Kirkby-Malzeard (St. Andrew)

KIRKBY-MALZEARD (St. Andrew), a market-town and parish, in the Lower division of the wapentake of Claro, W. riding of York; comprising the townships of Azerley, Fountains-Earth, Grewelthorpe, Kirkby-Malzeard, Laverton, Stonebeck-Down, and Upper Stonebeck, and the chapelry of Hartwith with Winsley; and containing 5180 inhabitants, of whom 900 are in the town, 6 miles (W. N. W.) from Ripon. This place was the property of the Mowbray family, afterwards dukes of Norfolk, whose castle here was demolished in the reign of Henry II., and one of whom, John de Mowbray, obtained for the inhabitants in the reign of Edward I. a charter for a weekly market and two annual fairs, which, after having been discontinued for several centuries, were revived in 1816. The market is on Wednesday, and the fairs are on Whit-Monday and October 2nd.

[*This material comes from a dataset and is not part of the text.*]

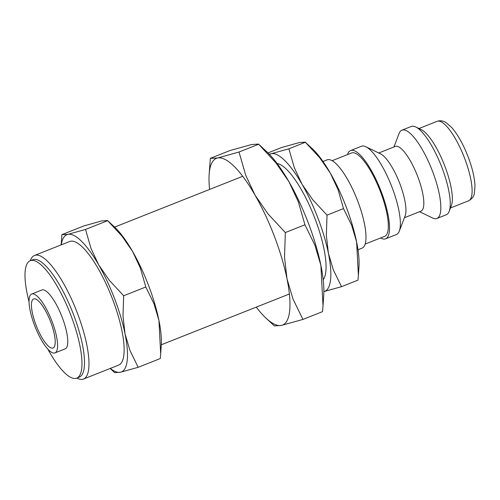 <?xml version="1.0" encoding="UTF-8"?>
<svg xmlns="http://www.w3.org/2000/svg" width="500" height="500" viewBox="0 0 500 500"><rect width="100%" height="100%" fill="white"/><g stroke="black" fill="none" stroke-linecap="round" stroke-linejoin="round"><path stroke-width="0.75" d="M357.994 249.756L362.081 248.137A47.481 13.312 -111.6 0 0 357.738 201.106A47.481 13.312 -111.6 0 0 327.075 159.869L322.994 161.488M365.175 244.075L384.644 236.35A44.837 12.575 -111.6 0 0 380.538 191.931A44.837 12.575 -111.6 0 0 351.581 152.988L332.119 160.706M380.575 237.963A47.481 13.312 -111.6 0 0 385.613 238.806L396.444 234.513A47.481 13.312 -111.6 0 0 399.294 231.15A47.481 13.312 -111.6 0 0 392.1 187.481A47.481 13.312 -111.6 0 0 365.819 146.731A47.481 13.312 -111.6 0 0 361.438 146.244L350.613 150.538A47.481 13.312 -111.6 0 0 347.519 154.6M385.613 238.806A47.481 13.312 -111.6 0 0 381.269 191.775A47.481 13.312 -111.6 0 0 350.613 150.538M399.294 231.15L405.163 215.8A34.819 9.762 -111.6 0 0 399.888 183.775A34.819 9.762 -111.6 0 0 380.613 153.894L365.819 146.731M404.425 217.725L420.956 211.169A34.819 9.762 -111.6 0 0 417.775 176.681A34.819 9.762 -111.6 0 0 395.288 146.438L378.756 152.994M419.606 211.706L432.544 217.969A47.481 13.312 -111.6 0 0 436.925 218.456A47.481 13.312 -111.6 0 0 432.581 171.425A47.481 13.312 -111.6 0 0 401.919 130.188A47.481 13.312 -111.6 0 0 399.069 133.55L393.938 146.975M436.925 218.456L446.337 214.725A47.481 13.312 -111.6 0 0 449.188 211.369A47.481 13.312 -111.6 0 0 441.994 167.694A47.481 13.312 -111.6 0 0 415.712 126.95A47.481 13.312 -111.6 0 0 411.331 126.456L401.919 130.188M449.188 211.369L451.388 205.606A42.731 11.981 -111.6 0 0 444.913 166.306A42.731 11.981 -111.6 0 0 421.262 129.631L415.712 126.95M343.5 208.6L351.7 225.375L356.637 242.031A73.856 20.706 -111.6 0 0 346.219 206.962A73.856 20.706 -111.6 0 0 330.312 173.1L338.056 189.65L343.5 208.6L327.025 215.131L326.344 235.431L328.394 253.231A73.856 20.706 -111.6 0 1 323.869 291.588L341.531 286.663L333.331 269.887L328.394 253.231A73.856 20.706 -111.6 0 0 317.975 218.162A73.856 20.706 -111.6 0 0 302.069 184.3A73.856 20.706 -111.6 0 0 271.188 153.737L269.206 154.137M110.15 368.469L114.65 372.644L120.481 372.238L138.181 367.3L129.981 350.525L125.044 333.869A73.856 20.706 -111.6 0 0 114.625 298.8A73.856 20.706 -111.6 0 0 98.725 264.938A73.856 20.706 -111.6 0 0 67.838 234.375L61.906 234.644L61.144 244.894M110.269 368.425A73.856 20.706 -111.6 0 0 120.481 372.238A73.856 20.706 -111.6 0 0 125.044 333.869L122.994 316.069L123.675 295.769L109.35 280.344L98.725 264.938L90.981 248.388L85.538 229.444L67.838 234.375A73.856 20.706 -111.6 0 0 61.262 244.844M145.8 287L154 303.775L158.938 320.431A73.856 20.706 -111.6 0 0 148.519 285.363A73.856 20.706 -111.6 0 0 132.613 251.5A73.856 20.706 -111.6 0 0 114.306 226.788L107.656 220.669L121.981 236.094L132.613 251.5L140.356 268.05L145.8 287L123.675 295.769M54.988 352.887L65.156 348.856A31.65 8.875 -111.6 0 0 62.263 317.5A31.65 8.875 -111.6 0 0 41.819 290.012L31.65 294.044A31.65 8.875 -111.6 0 0 34.55 325.4A31.65 8.875 -111.6 0 0 54.988 352.887A31.65 8.875 -111.6 0 0 52.094 321.538A31.65 8.875 -111.6 0 0 31.65 294.044M47.825 349.1A63.144 17.706 -111.6 0 0 76.762 378.131L79.306 377.125A63.144 17.706 -111.6 0 0 73.531 314.575A63.144 17.706 -111.6 0 0 32.75 259.725L30.213 260.738A63.144 17.706 -111.6 0 0 29.031 301.712M76.762 378.131A63.144 17.706 -111.6 0 0 70.987 315.581A63.144 17.706 -111.6 0 0 30.213 260.738M76.85 378.1L77.369 378.35A66.469 18.637 -111.6 0 0 83.5 379.038A66.469 18.637 -111.6 0 0 77.419 313.194A66.469 18.637 -111.6 0 0 34.494 255.463A66.469 18.637 -111.6 0 0 30.5 260.163L30.294 260.7M34.494 255.463L69.656 241.519A66.469 18.637 68.4 0 1 112.581 299.25A66.469 18.637 68.4 0 1 118.663 365.094L83.5 379.038M277.119 163.538A63.306 17.75 68.4 0 1 315.05 218.806A63.306 17.75 68.4 0 1 323.188 279.706M50.631 321.856A26.375 7.394 68.4 0 1 53.044 347.987A26.375 7.394 68.4 0 1 36.012 325.075A26.375 7.394 68.4 0 1 33.6 298.944A26.375 7.394 68.4 0 1 50.631 321.856M61.906 234.644L84.025 225.875L101.725 220.938L107.556 220.531M160.681 353.837L161.275 345.225A73.856 20.706 -111.6 0 0 158.938 320.431L160.681 353.837L160.3 358.531L138.181 367.3M107.656 220.669L85.538 229.444M330.312 173.1A73.856 20.706 -111.6 0 0 312.006 148.387L305.356 142.269L319.681 157.7L330.312 173.1M358.381 275.444L358.975 266.825A73.856 20.706 -111.6 0 0 356.637 242.031L358.381 275.444L358 280.131L341.531 286.663M268 152.919L281.725 147.475L299.425 142.537L305.256 142.131M327.025 215.131L312.7 199.706L302.069 184.3L294.331 167.75L288.888 148.8L271.188 153.737A73.856 20.706 -111.6 0 0 269.475 154.412M305.356 142.269L288.888 148.8M256.269 307.119A89.681 25.144 -111.6 0 0 266.181 318.306L274.381 325.906L281.456 325.406L302.95 319.419L292.994 299.044L287 278.819A89.681 25.144 -111.6 0 0 274.35 236.238A89.681 25.144 -111.6 0 0 255.037 195.119A89.681 25.144 -111.6 0 0 217.531 158.006L210.331 158.331L209.15 174.494A89.681 25.144 -111.6 0 0 209.6 189.425M266.181 318.306A89.681 25.144 -111.6 0 0 281.456 325.406A89.681 25.144 -111.6 0 0 287 278.819L284.513 257.206L285.338 232.556L267.944 213.825L255.037 195.119L245.637 175.025L239.025 152.012L217.531 158.006A89.681 25.144 -111.6 0 0 209.15 174.494M304.938 224.788L314.894 245.156L320.887 265.381A89.681 25.144 -111.6 0 0 308.238 222.8A89.681 25.144 -111.6 0 0 288.925 181.681A89.681 25.144 -111.6 0 0 266.7 151.669L258.5 144.075L276.019 162.975L288.925 181.681L298.331 201.775L304.938 224.788L285.338 232.556M210.331 158.331L229.925 150.562L251.425 144.569L258.5 144.075M323.013 305.95L323.725 295.487A89.681 25.144 -111.6 0 0 320.887 265.381L323.013 305.95L322.55 311.644L302.95 319.419M258.625 144.244L239.025 152.012M437.088 121.35L438.356 120.962C441.05 120.463 443.675 121.037 446.219 122.688L451.838 127.656C457.638 134.444 462.863 143.637 467.5 155.225C472.05 166.831 474.55 177.025 475 185.806L474.325 193.55C473.881 196.488 471.969 198.906 468.594 200.794A42.731 11.981 -111.6 0 0 464.681 158.463A42.731 11.981 -111.6 0 0 437.612 121.188A42.731 11.981 -111.6 0 0 437.088 121.35L418.981 128.531M468.594 200.794L450.487 207.975M289.387 293.988L161.3 344.781M242.719 176.294L114.631 227.087"/></g></svg>

The parish comprises by computation 53,000 acres, of which 3421 are in the township of Kirkby-Malzeard; of the latter, 862 are common or waste. The surface is beautifully diversified with hills and dales, and the scenery abounds with interesting features; the soil in the valleys is fertile, and in good cultivation, but a considerable portion of the parish is high moor, affording only tolerable pasture. The living is a vicarage, with that of Masham united; net income, as returned in 1831, £384; patrons and impropriators, the Master and Fellows of Trinity College, Cambridge. The great tithes of the township of Kirkby-Malzeard have been commuted for £180, and the small for £55. The church has been repewed, and 350 additional sittings provided. There are separate incumbencies at Dallowgill in Laverton, Grewelthorpe, Hartwith, Mickley in Azerley, Middlesmoor, and Ramsgill in Stonebeck-Down.

Transcribed from A Topographical Dictionary of England, by Samuel Lewis, 7th edition, published in 1848.